Would you be able to share the workflow with us so that we can investigate the problem with the exact same workflow as you have? If you can’t share it publicly but privately, we can also do this via email.
In general, the Columnar Backend involves multiple caches which explain that the memory usage over time will be different than if you were using the default backend. More details can be found here if you’re interested: Inside KNIME Labs: A New Table Backend for Improved Performance | KNIME
However, obviously, this should not cause memory leaks.
Thanks for the workflow, we have reproduced and identified the problem and created a ticket internally so that we will try to fix it for the next bugfix release of KNIME, so 4.5.2.
What happened in a nutshell is that we were keeping track of some objects to be able to close them properly (=free their memory) before they get garbage collected. However, in your nested loops, the amount of objects that we are keeping track of accumulates to such an extent that we run out of heap space. We’ll have to reduce the amount of objects created and need to improve the tracking of closeable objects.

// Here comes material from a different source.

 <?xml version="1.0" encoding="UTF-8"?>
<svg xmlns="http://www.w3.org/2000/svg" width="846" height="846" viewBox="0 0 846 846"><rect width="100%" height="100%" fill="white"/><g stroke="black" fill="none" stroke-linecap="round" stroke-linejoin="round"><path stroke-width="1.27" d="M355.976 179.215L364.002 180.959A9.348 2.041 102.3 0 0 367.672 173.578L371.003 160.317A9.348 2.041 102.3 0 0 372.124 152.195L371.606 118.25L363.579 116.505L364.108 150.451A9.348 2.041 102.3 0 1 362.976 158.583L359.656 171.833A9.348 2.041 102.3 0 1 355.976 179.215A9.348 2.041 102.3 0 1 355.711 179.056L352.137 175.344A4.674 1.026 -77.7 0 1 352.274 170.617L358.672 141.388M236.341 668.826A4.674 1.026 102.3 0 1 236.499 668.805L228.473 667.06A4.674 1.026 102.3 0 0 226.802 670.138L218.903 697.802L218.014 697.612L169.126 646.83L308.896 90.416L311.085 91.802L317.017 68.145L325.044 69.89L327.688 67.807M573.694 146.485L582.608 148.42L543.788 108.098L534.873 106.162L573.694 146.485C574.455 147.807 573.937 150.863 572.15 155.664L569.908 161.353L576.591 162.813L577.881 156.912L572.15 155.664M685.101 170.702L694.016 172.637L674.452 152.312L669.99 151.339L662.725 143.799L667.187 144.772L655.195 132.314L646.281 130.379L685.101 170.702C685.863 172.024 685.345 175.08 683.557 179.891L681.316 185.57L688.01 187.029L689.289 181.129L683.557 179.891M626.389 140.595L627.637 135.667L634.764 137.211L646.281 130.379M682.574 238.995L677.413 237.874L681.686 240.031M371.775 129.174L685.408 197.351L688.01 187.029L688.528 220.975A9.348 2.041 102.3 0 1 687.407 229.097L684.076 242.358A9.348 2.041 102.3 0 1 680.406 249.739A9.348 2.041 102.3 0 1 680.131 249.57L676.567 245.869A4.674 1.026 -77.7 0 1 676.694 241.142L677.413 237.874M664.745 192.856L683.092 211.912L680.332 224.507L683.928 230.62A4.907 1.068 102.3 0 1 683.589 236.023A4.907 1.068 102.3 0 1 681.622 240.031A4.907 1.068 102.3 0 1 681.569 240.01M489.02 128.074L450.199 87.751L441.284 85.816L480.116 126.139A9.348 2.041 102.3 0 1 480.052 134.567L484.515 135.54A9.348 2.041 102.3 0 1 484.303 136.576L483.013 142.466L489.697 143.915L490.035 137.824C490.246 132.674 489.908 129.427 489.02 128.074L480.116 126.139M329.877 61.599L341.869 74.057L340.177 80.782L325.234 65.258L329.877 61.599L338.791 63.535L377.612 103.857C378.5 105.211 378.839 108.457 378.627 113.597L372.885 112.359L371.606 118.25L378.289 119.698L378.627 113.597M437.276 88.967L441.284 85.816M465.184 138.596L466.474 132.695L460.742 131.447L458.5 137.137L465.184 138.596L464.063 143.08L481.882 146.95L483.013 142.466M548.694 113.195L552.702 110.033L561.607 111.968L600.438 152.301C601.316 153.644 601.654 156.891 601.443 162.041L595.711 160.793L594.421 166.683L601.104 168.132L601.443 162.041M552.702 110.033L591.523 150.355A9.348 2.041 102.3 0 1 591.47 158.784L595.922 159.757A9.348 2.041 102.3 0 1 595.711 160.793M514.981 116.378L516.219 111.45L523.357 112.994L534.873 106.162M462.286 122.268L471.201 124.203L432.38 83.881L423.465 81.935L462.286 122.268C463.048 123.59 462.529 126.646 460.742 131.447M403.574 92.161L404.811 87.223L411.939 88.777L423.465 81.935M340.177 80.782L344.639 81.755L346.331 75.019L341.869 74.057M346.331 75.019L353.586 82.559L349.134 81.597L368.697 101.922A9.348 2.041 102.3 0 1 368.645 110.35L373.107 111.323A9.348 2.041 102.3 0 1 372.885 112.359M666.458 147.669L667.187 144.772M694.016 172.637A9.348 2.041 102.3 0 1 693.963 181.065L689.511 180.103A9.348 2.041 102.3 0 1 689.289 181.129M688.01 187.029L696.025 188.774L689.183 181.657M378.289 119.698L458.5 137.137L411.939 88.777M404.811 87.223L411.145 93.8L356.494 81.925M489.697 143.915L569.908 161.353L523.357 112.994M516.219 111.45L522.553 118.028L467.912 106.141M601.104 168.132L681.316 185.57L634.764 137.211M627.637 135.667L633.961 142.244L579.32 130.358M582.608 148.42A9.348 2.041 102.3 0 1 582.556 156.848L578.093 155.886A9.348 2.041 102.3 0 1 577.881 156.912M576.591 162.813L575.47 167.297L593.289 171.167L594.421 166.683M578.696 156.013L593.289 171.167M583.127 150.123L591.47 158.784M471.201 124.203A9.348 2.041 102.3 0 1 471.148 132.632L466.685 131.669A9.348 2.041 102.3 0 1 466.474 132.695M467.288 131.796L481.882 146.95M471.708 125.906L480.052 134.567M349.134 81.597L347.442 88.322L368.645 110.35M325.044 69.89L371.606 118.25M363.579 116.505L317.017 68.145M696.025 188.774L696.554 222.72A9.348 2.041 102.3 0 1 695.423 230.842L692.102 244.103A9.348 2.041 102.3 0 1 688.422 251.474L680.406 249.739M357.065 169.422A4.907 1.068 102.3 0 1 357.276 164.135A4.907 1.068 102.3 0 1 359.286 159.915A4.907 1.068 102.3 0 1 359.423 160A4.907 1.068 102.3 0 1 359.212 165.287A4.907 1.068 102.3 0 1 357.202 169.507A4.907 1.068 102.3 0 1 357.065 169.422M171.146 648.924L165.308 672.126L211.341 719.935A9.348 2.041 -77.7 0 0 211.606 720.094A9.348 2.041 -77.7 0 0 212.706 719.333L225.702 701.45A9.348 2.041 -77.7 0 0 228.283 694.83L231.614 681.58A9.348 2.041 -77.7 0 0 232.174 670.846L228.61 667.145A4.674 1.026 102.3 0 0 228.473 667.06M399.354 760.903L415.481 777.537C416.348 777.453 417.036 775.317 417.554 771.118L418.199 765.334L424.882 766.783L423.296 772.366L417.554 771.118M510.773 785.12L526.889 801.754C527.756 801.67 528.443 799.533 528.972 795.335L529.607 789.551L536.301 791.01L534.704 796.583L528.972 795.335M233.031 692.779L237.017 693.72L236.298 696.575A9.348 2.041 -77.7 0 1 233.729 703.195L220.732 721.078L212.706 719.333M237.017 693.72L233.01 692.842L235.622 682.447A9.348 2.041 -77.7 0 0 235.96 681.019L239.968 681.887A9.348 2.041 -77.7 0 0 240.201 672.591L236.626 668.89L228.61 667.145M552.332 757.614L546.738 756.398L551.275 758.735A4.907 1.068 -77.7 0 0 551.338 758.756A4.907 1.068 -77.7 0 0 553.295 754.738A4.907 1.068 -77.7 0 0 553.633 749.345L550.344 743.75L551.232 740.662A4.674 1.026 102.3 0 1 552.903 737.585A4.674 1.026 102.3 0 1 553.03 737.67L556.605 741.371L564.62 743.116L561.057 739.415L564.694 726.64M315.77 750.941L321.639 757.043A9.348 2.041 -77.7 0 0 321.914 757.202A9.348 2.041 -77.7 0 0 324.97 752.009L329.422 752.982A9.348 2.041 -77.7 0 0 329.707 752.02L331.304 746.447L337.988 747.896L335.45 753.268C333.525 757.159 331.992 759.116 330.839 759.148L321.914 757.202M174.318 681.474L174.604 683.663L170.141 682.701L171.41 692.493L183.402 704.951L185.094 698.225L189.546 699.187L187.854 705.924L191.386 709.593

Unfortunately that means you will have to use the “default” backend for now, but we’ll let you know as soon as we’ve released a fix for this problem in the “columnar” backend!
And regarding KNIME 4.3.1: At that time the Columnar Backend was still in “Labs”. It has changed and improved significantly in the meantime and thus should work much better. Actually, tracking the closeable objects as mentioned above is in place to prevent the memory leak detected by the Arrow Allocator. Unfortunately the amount of references grew too large in your workflow.